El oxidado carguero, cuyo nombre apenas se leía bajo capas de pintura descascarada, comenzó a navegar lentamente hacia el sur, impulsado por un motor que tosía más que respiraba. Aiko, Volkhov, Amber y Arkadi se encontraban de pie en la cubierta, contemplando la desvanecida silueta de Hong Kong. La frustración había mutado en una aceptación pétrea.

—Tres meses, mínimo —murmuró Volkhov, pasándose una mano por el cabello—. Tres meses a esta velocidad ridícula para cruzar medio planeta. Arkadi, si no estuvieras tan... agotado, te obligaría a movernos.

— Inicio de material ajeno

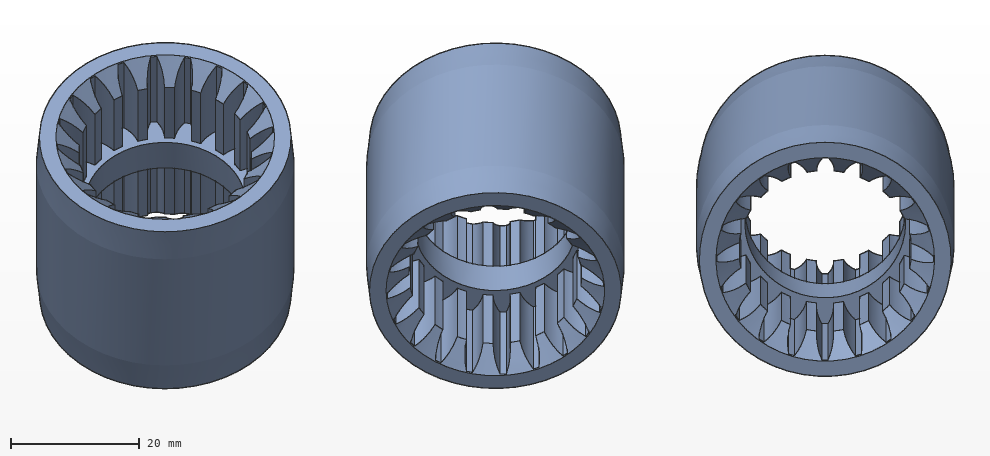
import cadquery as cq
import math

LENGTH = 37.0
OUTER_RADIUS = 20.0
END_RADIUS = 19.5
TAPER_LENGTH = 6.0

BORE_RADIUS = 12.5
WEB_LENGTH = 6.0
SOCKET_DEPTH = (LENGTH - WEB_LENGTH) / 2

TOOTH_COUNT = 20
TIP_RADIUS = 13.4
ROOT_RADIUS = 16.8
MOUTH_HALF_WIDTH = 1.3
FLANK_RADIUS = 15.4
FLANK_HALF_WIDTH = 1.1
ROOT_HALF_WIDTH = 0.5

LEAD_IN_RADIUS = 16.95
LEAD_IN_DEPTH = LEAD_IN_RADIUS - TIP_RADIUS


def make_body():
    """Revolve the tapered wall around Z, with the sleeve centred on the origin."""
    half_length = LENGTH / 2
    taper_start = half_length - TAPER_LENGTH
    profile = (
        cq.Workplane("XZ")
        .moveTo(BORE_RADIUS, -half_length)
        .lineTo(END_RADIUS, -half_length)
        .lineTo(OUTER_RADIUS, -taper_start)
        .lineTo(OUTER_RADIUS, taper_start)
        .lineTo(END_RADIUS, half_length)
        .lineTo(BORE_RADIUS, half_length)
        .close()
    )
    return profile.revolve(360, (0, 0, 0), (0, 1, 0))


def make_groove(floor_z):
    """One arched groove along +X, running from the socket floor to the end face."""
    inner_x = BORE_RADIUS
    tip_x = math.sqrt(TIP_RADIUS**2 - MOUTH_HALF_WIDTH**2)
    return (
        cq.Workplane("XY", origin=(0, 0, floor_z))
        .moveTo(inner_x, -MOUTH_HALF_WIDTH)
        .lineTo(tip_x, -MOUTH_HALF_WIDTH)
        .threePointArc((FLANK_RADIUS, -FLANK_HALF_WIDTH), (ROOT_RADIUS, -ROOT_HALF_WIDTH))
        .lineTo(ROOT_RADIUS, ROOT_HALF_WIDTH)
        .threePointArc((FLANK_RADIUS, FLANK_HALF_WIDTH), (tip_x, MOUTH_HALF_WIDTH))
        .lineTo(inner_x, MOUTH_HALF_WIDTH)
        .close()
        .extrude(SOCKET_DEPTH)
    )


def make_socket():
    """Material removed at the upper end: tip bore, conical lead-in and grooves."""
    top_z = LENGTH / 2
    floor_z = top_z - SOCKET_DEPTH
    socket = (
        cq.Workplane("XZ")
        .moveTo(0, floor_z)
        .lineTo(TIP_RADIUS, floor_z)
        .lineTo(TIP_RADIUS, top_z - LEAD_IN_DEPTH)
        .lineTo(LEAD_IN_RADIUS, top_z)
        .lineTo(0, top_z)
        .close()
        .revolve(360, (0, 0, 0), (0, 1, 0))
    )
    groove = make_groove(floor_z)
    for index in range(TOOTH_COUNT):
        angle = index * 360 / TOOTH_COUNT
        socket = socket.union(groove.rotate((0, 0, 0), (0, 0, 1), angle))
    return socket


upper_socket = make_socket()
lower_socket = upper_socket.mirror("XY")
result = make_body().cut(upper_socket).cut(lower_socket)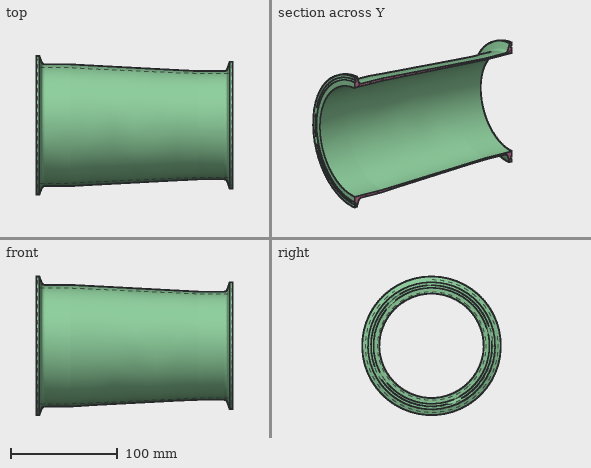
import cadquery as cq

LENGTH = 184.0
FERRULE_LENGTH = 32.0
RIM_WIDTH = 3.0
ROOT_X = 5.9
ROOT_RADIUS = 2.8

LARGE_FLANGE_RADIUS = 130.0 / 2
LARGE_TUBE_RADIUS = 114.3 / 2
LARGE_BORE_RADIUS = 108.4 / 2
SMALL_FLANGE_RADIUS = 119.0 / 2
SMALL_TUBE_RADIUS = 101.5 / 2
SMALL_BORE_RADIUS = 97.5 / 2

GROOVE_INSET = 4.0
GROOVE_HALF_WIDTH = 1.3
GROOVE_DEPTH = 1.1
GROOVE_LIP_RADIUS = 0.5

TOLERANCE = 0.02


def rounded(solid, x, edge_radius, fillet_radius):
    """Fillet the circular edge of the given radius lying at the given X."""
    at_x = [
        edge
        for edge in solid.edges("%CIRCLE").vals()
        if abs(edge.Center().x - x) < TOLERANCE and abs(edge.radius() - edge_radius) < TOLERANCE
    ]
    return solid.newObject(at_x).fillet(fillet_radius)


def ferrule(flange_radius, tube_radius, bore_radius):
    """Clamp ferrule with its flange face at X = 0 and its tube towards +X."""
    groove_radius = flange_radius - GROOVE_INSET
    profile = (
        cq.Workplane("XZ")
        .moveTo(0, bore_radius)
        .lineTo(0, groove_radius - GROOVE_HALF_WIDTH)
        .threePointArc((GROOVE_DEPTH, groove_radius), (0, groove_radius + GROOVE_HALF_WIDTH))
        .lineTo(0, flange_radius)
        .lineTo(RIM_WIDTH, flange_radius)
        .lineTo(ROOT_X, tube_radius)
        .lineTo(FERRULE_LENGTH, tube_radius)
        .lineTo(FERRULE_LENGTH, bore_radius)
        .close()
    )
    body = profile.revolve(360, (0, 0, 0), (1, 0, 0))
    body = rounded(body, ROOT_X, tube_radius, ROOT_RADIUS)
    for lip_radius in (groove_radius - GROOVE_HALF_WIDTH, groove_radius + GROOVE_HALF_WIDTH):
        body = rounded(body, 0, lip_radius, GROOVE_LIP_RADIUS)
    return body


def frustum(large_radius, small_radius):
    """Cone between the two ferrules."""
    profile = (
        cq.Workplane("XZ")
        .moveTo(FERRULE_LENGTH, 0)
        .lineTo(FERRULE_LENGTH, large_radius)
        .lineTo(LENGTH - FERRULE_LENGTH, small_radius)
        .lineTo(LENGTH - FERRULE_LENGTH, 0)
        .close()
    )
    return profile.revolve(360, (0, 0, 0), (1, 0, 0))


large_ferrule = ferrule(LARGE_FLANGE_RADIUS, LARGE_TUBE_RADIUS, LARGE_BORE_RADIUS)
small_ferrule = (
    ferrule(SMALL_FLANGE_RADIUS, SMALL_TUBE_RADIUS, SMALL_BORE_RADIUS)
    .rotate((0, 0, 0), (0, 0, 1), 180)
    .translate((LENGTH, 0, 0))
)
reducer = frustum(LARGE_TUBE_RADIUS, SMALL_TUBE_RADIUS).cut(
    frustum(LARGE_BORE_RADIUS, SMALL_BORE_RADIUS)
)

result = large_ferrule.union(reducer).union(small_ferrule)

—Las cosas suceden por una razón, Sergei —respondió Arkadi, apoyado tranquilamente contra un poste, disfrutando del sol—. La prisa nos llevó al engaño. La lentitud nos enseñará paciencia.

El primer gran problema no fue la seguridad o la amenaza externa, sino la logística interna: ninguno sabía pilotar la barcaza. El capitán había dejado claro que su tripulación era mínima y no iban a asistir a los "nuevos dueños" del carguero.

Aiko podía cortar el acero y Volkhov podía regenerarse, pero no sabían leer una carta náutica.

—Mi abuelo era marinero en los puertos de Fuzhou —confesó Amber, con un suspiro de resignación—. Me enseñó a leer los vientos y a manejar el timón para mantener el rumbo básico en aguas tranquilas. Es suficiente para que no choquemos contra una isla.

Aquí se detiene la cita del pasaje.